(Data excerpts)
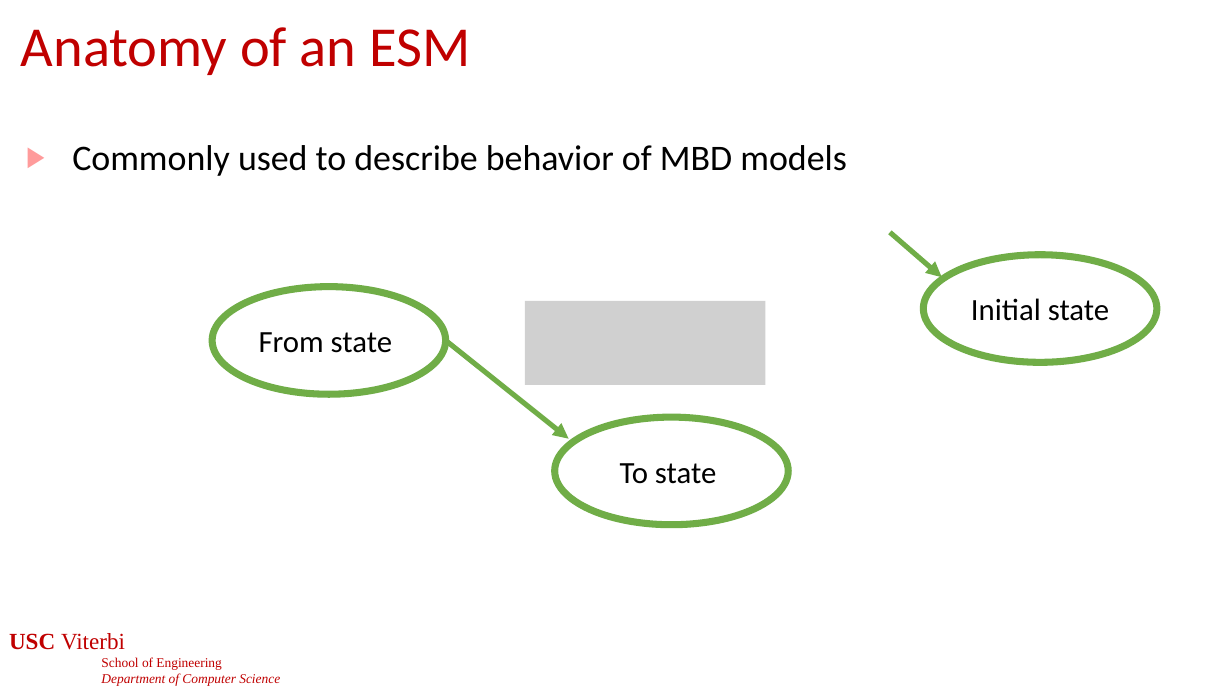
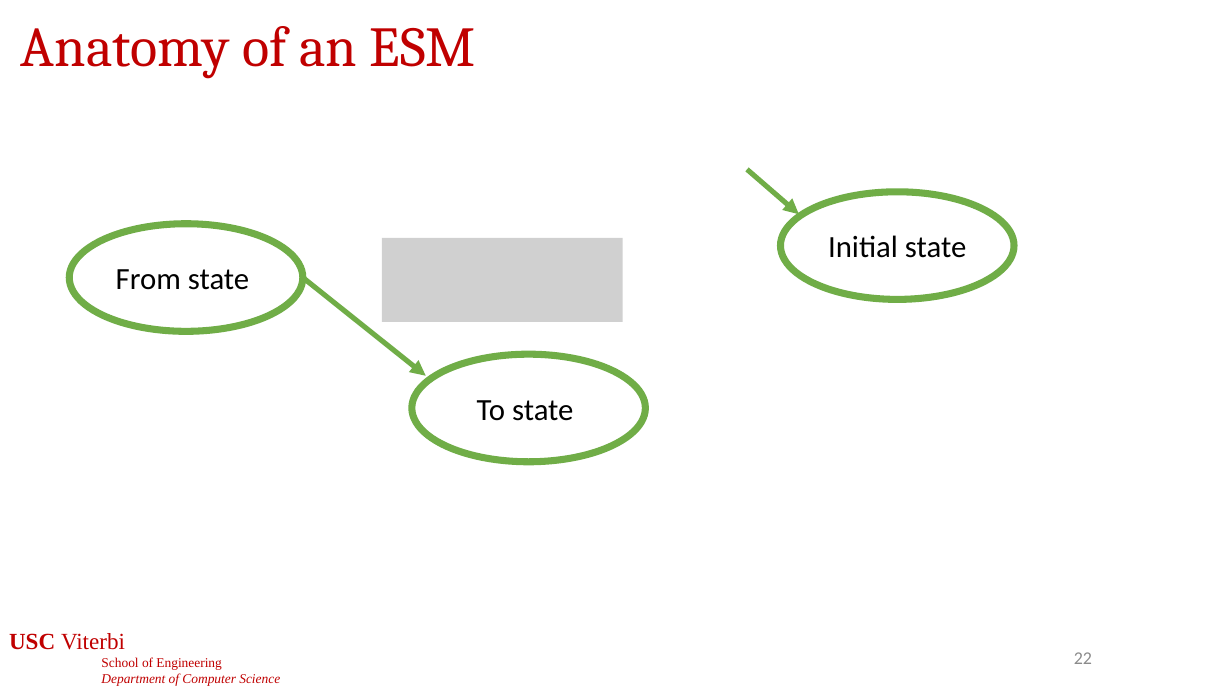
Before and after one commit to jdeshmukh/jdeshmukh.github.io, a slide deck: slide 22 of teaching/cs513-autocps-fall-2026/slides/2-ModelsOfComputation.pptx. Drawn at 1232x693 pixels with LibreOffice and Linux fonts; fonts in the diff are those of the drawing; grey boxes stand for pictures; background and template pictures are left out. Boxes give left, top, right and bottom in pixels: in the first picture for what was removed or moved away, otherwise in the second. Text is boxed around its words. In the diff, an @@ line names an element or a change of style, - is before the commit and + after.

```diff
--- a/teaching/cs513-autocps-fall-2026/slides/2-ModelsOfComputation.pptx
+++ b/teaching/cs513-autocps-fall-2026/slides/2-ModelsOfComputation.pptx
@@ title "Anatomy of an ESM" at bbox=[21, 26, 476, 78]: font Calibri to Cambria @@
@@ text removed at bbox=[72, 145, 847, 176] @@
-▶ Commonly used to describe behavior of MBD models
@@ 2 arrows, 1 ellipse: place and size @@
-2 arrows, 1 ellipse at bbox=[445, 232, 1157, 439]
+2 arrows, 1 ellipse at bbox=[303, 169, 1015, 376]
@@ ellipse "From state": place and size @@
-ellipse "From state" at bbox=[213, 287, 446, 394]
+ellipse "From state" at bbox=[69, 224, 303, 331]
@@ picture added at bbox=[382, 238, 622, 323] @@
@@ picture removed at bbox=[525, 301, 765, 385] @@
@@ ellipse "To state": place and size @@
-ellipse "To state" at bbox=[555, 417, 788, 524]
+ellipse "To state" at bbox=[412, 354, 646, 461]
@@ page number added at bbox=[1074, 652, 1092, 664], 14 pt, text #8C8C8C @@
+22
```
Also in this commit, not shown: 46 other slides changed, 1 slide added, 1 other file.
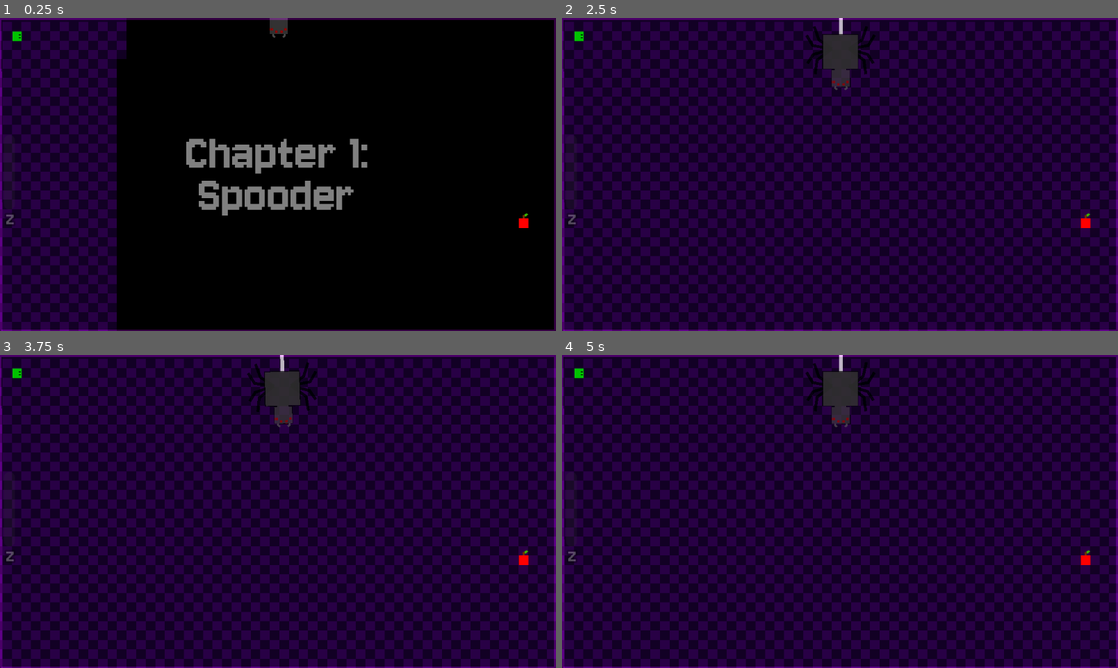
Above: before the commit, frames 1-4 (two rows, left to right).
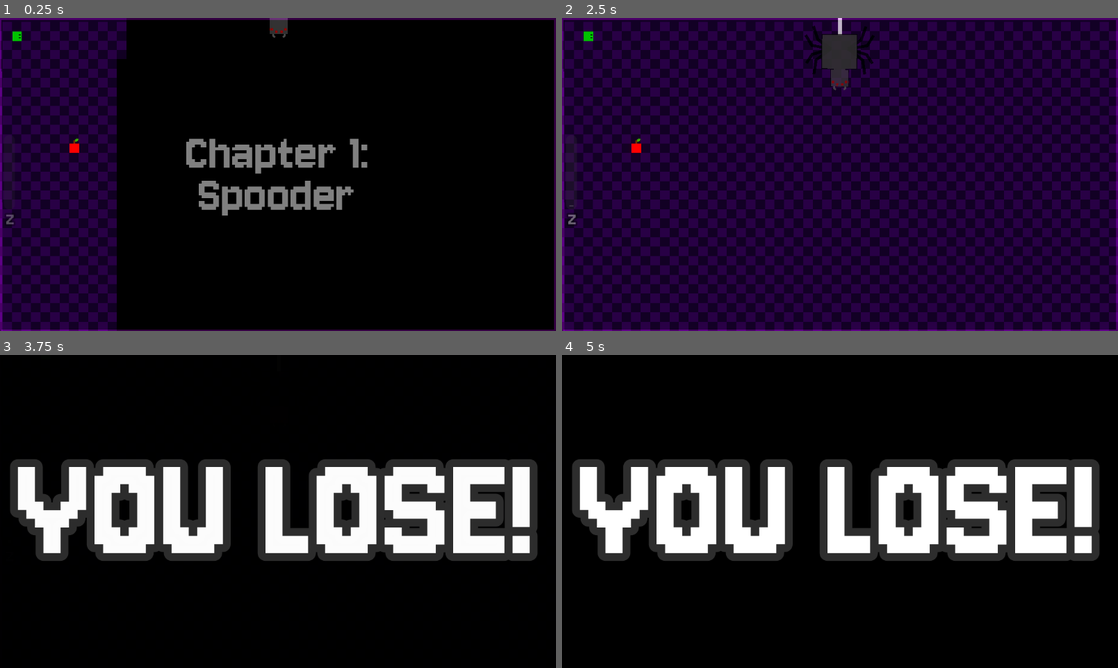
Above: after the commit, the same moments.

Repository: Kosm0-o/snakegame
Game: Godot game, scene res://scenes/game.tscn
The game is run twice, just before and just after one commit, with the same random seed, the same clock (stepped at 60 frames per second) and the same inputs. This scene is started directly instead of the project's main scene. Sound files missing from this copy of the repository are replaced by a short silence.
Inputs (mouse positions are in pixels of both pictures, inside the frame that each line leads up to):
- Up to frame 1 (0.25 s): no input
- Up to frame 2 (2.5 s): tap Enter at 0.5 s; move the mouse to (962, 158) at 0.52 s; hold D (right) 0.53-1.28 s; hold Z (ability1) 0.53-1.28 s; click (962, 158) at 0.67 s; move the mouse to (728, 190) at 1.27 s; hold S (down) 1.28-2.03 s; tap X (ability2) at 1.35 s; move the mouse to (895, 105) at 2.02 s; hold D (right) from 2.03 s (still down); tap Alt at 2.1 s
- Up to frame 3 (3.75 s): move the mouse to (250, 574) at 2.77 s; release D (right) at 2.78 s; hold W (up) 2.78-3.53 s; tap Shift at 2.85 s; click (250, 574) at 2.92 s; move the mouse to (444, 558) at 3.52 s; hold A (left) from 3.53 s (still down); hold Z (ability1) from 3.53 s (still down)
- Up to frame 4 (5 s): keep holding A (left); move the mouse to (673, 464) at 4.27 s; release Z (ability1) at 4.28 s; tap X (ability2) at 4.35 s

The runs differ from the first frame. In frame 1, 0.1% of the frame differs, in the area x 12-96%, y 38-68%; in frame 2, 0.5%; in frame 3, 100%; in frame 4, 100%, in the area x 0-100%, y 0-100%.
Error before the commit: Parse Error: Class "Player" hides a global script class. (res://scripts/player.gd:2)

Commit message:
fixed the bug

Diff:
--- a/scenes/attacks/stingerslamtelegraph.tscn
+++ b/scenes/attacks/stingerslamtelegraph.tscn
@@ -38,18 +38,6 @@
 "update": 0,
 "values": [Color(1, 1, 1, 0)]
 }
-tracks/3/type = "value"
-tracks/3/imported = false
-tracks/3/enabled = true
-tracks/3/path = NodePath("anim:current_animation")
-tracks/3/interp = 1
-tracks/3/loop_wrap = true
-tracks/3/keys = {
-"times": PackedFloat32Array(0),
-"transitions": PackedFloat32Array(1),
-"update": 1,
-"values": [""]
-}
 
 [sub_resource type="Animation" id="Animation_knwl2"]
 resource_name = "flash"
@@ -65,18 +53,6 @@
 "transitions": PackedFloat32Array(1, 1, 1, 1, 1, 1, 1),
 "update": 0,
 "values": [Color(1, 1, 1, 0), Color(1, 1, 1, 1), Color(1, 1, 1, 0), Color(1, 1, 1, 1), Color(1, 1, 1, 0), Color(1, 1, 1, 1), Color(1, 1, 1, 0)]
-}
-tracks/1/type = "value"
-tracks/1/imported = false
-tracks/1/enabled = true
-tracks/1/path = NodePath("anim:current_animation")
-tracks/1/interp = 1
-tracks/1/loop_wrap = true
-tracks/1/keys = {
-"times": PackedFloat32Array(1.8),
-"transitions": PackedFloat32Array(1),
-"update": 1,
-"values": [&"slam"]
 }
 
 [sub_resource type="Animation" id="Animation_pmeex"]
--- a/scenes/bosses/waspboss.tscn
+++ b/scenes/bosses/waspboss.tscn
@@ -29,10 +29,6 @@
 shadow_size = 10
 shadow_color = Color(0, 0, 0, 0.588235)
 shadow_offset = Vector2(5.855, 1)
-
-[sub_resource type="Animation" id="Animation_kqy47"]
-resource_name = "ready"
-length = 5.0
 
 [sub_resource type="Animation" id="Animation_i4cpt"]
 resource_name = "dash"
@@ -51,6 +47,27 @@
 }]
 }
 
+[sub_resource type="Animation" id="Animation_kqy47"]
+resource_name = "ready"
+length = 5.0
+
+[sub_resource type="Animation" id="Animation_psgc1"]
+resource_name = "stingerslam"
+tracks/0/type = "method"
+tracks/0/imported = false
+tracks/0/enabled = true
+tracks/0/path = NodePath(".")
+tracks/0/interp = 1
+tracks/0/loop_wrap = true
+tracks/0/keys = {
+"times": PackedFloat32Array(0),
+"transitions": PackedFloat32Array(1),
+"values": [{
+"args": [],
+"method": &"stinger_slam"
+}]
+}
+
 [sub_resource type="Animation" id="Animation_6dkiy"]
 resource_name = "stingerspray"
 tracks/0/type = "method"
@@ -68,23 +85,6 @@
 }]
 }
 
-[sub_resource type="Animation" id="Animation_psgc1"]
-resource_name = "stingerslam"
-tracks/0/type = "method"
-tracks/0/imported = false
-tracks/0/enabled = true
-tracks/0/path = NodePath(".")
-tracks/0/interp = 1
-tracks/0/loop_wrap = true
-tracks/0/keys = {
-"times": PackedFloat32Array(0),
-"transitions": PackedFloat32Array(1),
-"values": [{
-"args": [],
-"method": &"stinger_slam"
-}]
-}
-
 [sub_resource type="AnimationLibrary" id="AnimationLibrary_mkn7w"]
 _data = {
 &"dash": SubResource("Animation_i4cpt"),
--- a/scenes/game.tscn
+++ b/scenes/game.tscn
@@ -1,7 +1,7 @@
 [gd_scene load_steps=8 format=3 uid="uid://rnagl74e5kcs"]
 
 [ext_resource type="PackedScene" uid="uid://dn1apjauo1a7b" path="res://scenes/player.tscn" id="1_80nbo"]
-[ext_resource type="Script" path="res://scripts/gamemanager.gd" id="1_e2o6t"]
+[ext_resource type="Script" uid="uid://dgs4uk813lpda" path="res://gamemanager.gd" id="1_e2o6t"]
 [ext_resource type="PackedScene" uid="uid://dmlnoxa03og7o" path="res://scenes/bosses/spiderboss.tscn" id="3_feb5d"]
 [ext_resource type="AudioStream" uid="uid://bt8vugkklqixj" path="res://sounds/482872_KzX---Stalemate.mp3" id="4_fc0e3"]
 [ext_resource type="AudioStream" uid="uid://yr0kfe2pscc6" path="res://sounds/osu-hit-sound.mp3" id="5_7jktm"]
--- a/scenes/menu.tscn
+++ b/scenes/menu.tscn
@@ -1,11 +1,11 @@
-[gd_scene load_steps=21 format=3 uid="uid://cc3l1c674eoio"]
-
-[ext_resource type="Script" path="res://scripts/menu.gd" id="1_lti8b"]
-[ext_resource type="Script" path="res://scripts/pseudoplayer.gd" id="2_ouk20"]
-[ext_resource type="PackedScene" uid="uid://cyht5y0k2b8qf" path="res://scenes/additive.tscn" id="3_mae5d"]
+[gd_scene load_steps=21 format=3 uid="uid://cy0mqddri741t"]
+
+[ext_resource type="Script" uid="uid://40hhrfmk3s15" path="res://menu.gd" id="1_lti8b"]
+[ext_resource type="Script" uid="uid://4dnil2uhngox" path="res://pseudoplayer.gd" id="2_ouk20"]
+[ext_resource type="PackedScene" uid="uid://lafhpf1ilths" path="res://additive.tscn" id="3_mae5d"]
 [ext_resource type="FontFile" uid="uid://dtnc2bin58cgk" path="res://Jersey10-Regular.ttf" id="4_4hy44"]
-[ext_resource type="AudioStream" uid="uid://yr0kfe2pscc6" path="res://sounds/osu-hit-sound.mp3" id="5_l48gv"]
-[ext_resource type="AudioStream" uid="uid://dq7ebv1yat71c" path="res://sounds/Retro Video Game Snake Invasion (Chiptune Sound) Background Music  Bjorn Lynne @ Shockwave-Sound.mp3" id="5_ytr4m"]
+[ext_resource type="AudioStream" uid="uid://d0jg55k1ogo62" path="res://osu-hit-sound.mp3" id="5_l48gv"]
+[ext_resource type="AudioStream" uid="uid://crsusok857on1" path="res://Retro Video Game Snake Invasion (Chiptune Sound) Background Music  Bjorn Lynne @ Shockwave-Sound.mp3" id="5_ytr4m"]
 
 [sub_resource type="RectangleShape2D" id="RectangleShape2D_mae5d"]
 size = Vector2(16, 16)
--- a/scenes/player.tscn
+++ b/scenes/player.tscn
@@ -1,6 +1,6 @@
 [gd_scene load_steps=9 format=3 uid="uid://dn1apjauo1a7b"]
 
-[ext_resource type="Script" path="res://scripts/player.gd" id="1_onrkg"]
+[ext_resource type="Script" uid="uid://g1c27hjlvkte" path="res://player.gd" id="1_onrkg"]
 [ext_resource type="AudioStream" uid="uid://bv73k22ip0yek" path="res://sounds/freesound_community-snake-hissing-6092.mp3" id="3_hqtel"]
 [ext_resource type="FontFile" uid="uid://dtnc2bin58cgk" path="res://Jersey10-Regular.ttf" id="3_i3pqv"]
 [ext_resource type="AudioStream" uid="uid://cy1omwv625sb7" path="res://sounds/lightning-blade-sfx.mp3" id="4_hqtel"]
--- a/scenes/testmap.tscn
+++ b/scenes/testmap.tscn
@@ -1,6 +1,6 @@
 [gd_scene load_steps=8 format=3 uid="uid://dlvqy3605ckc7"]
 
-[ext_resource type="Script" path="res://scripts/gamemanager.gd" id="1_g8l4j"]
+[ext_resource type="Script" uid="uid://dgs4uk813lpda" path="res://gamemanager.gd" id="1_g8l4j"]
 [ext_resource type="PackedScene" uid="uid://dn1apjauo1a7b" path="res://scenes/player.tscn" id="2_6fk1w"]
 [ext_resource type="AudioStream" uid="uid://bt8vugkklqixj" path="res://sounds/482872_KzX---Stalemate.mp3" id="4_8qn3e"]
 [ext_resource type="PackedScene" uid="uid://buwvey0xrd1u2" path="res://scenes/bosses/waspboss.tscn" id="5_g8l4j"]
--- a/scripts/global.gd
+++ b/scripts/global.gd
@@ -18,7 +18,7 @@
 		effectmodulate.color = lerp(effectmodulate.color, Color.WHITE, 3 * delta)
 
 func endscreen(win : bool):
-	var endscreen = preload("res://scenes/endscreen.tscn").instantiate()
+	var endscreen = load("res://scenes/endscreen.tscn").instantiate()
 	get_tree().current_scene.add_child(endscreen)
 	endscreen.get_node("Control").modulate.a = 0
 	endscreen.get_node("Control").get_node("Label").text = "YOU WIN!" if win else "YOU LOSE!"
Not shown: 1 places in menu.tscn that only renumber resources
Not shown: 1 places in scenes/bosses/spiderboss.tscn that only renumber resources

* **Activity**
Look through the entries and copy every line in which the string "ellipse" appears.

* **Task output**
@@ 2 arrows, 1 ellipse: place and size @@
-2 arrows, 1 ellipse at bbox=[445, 232, 1157, 439]
+2 arrows, 1 ellipse at bbox=[303, 169, 1015, 376]
@@ ellipse "From state": place and size @@
-ellipse "From state" at bbox=[213, 287, 446, 394]
+ellipse "From state" at bbox=[69, 224, 303, 331]
@@ ellipse "To state": place and size @@
-ellipse "To state" at bbox=[555, 417, 788, 524]
+ellipse "To state" at bbox=[412, 354, 646, 461]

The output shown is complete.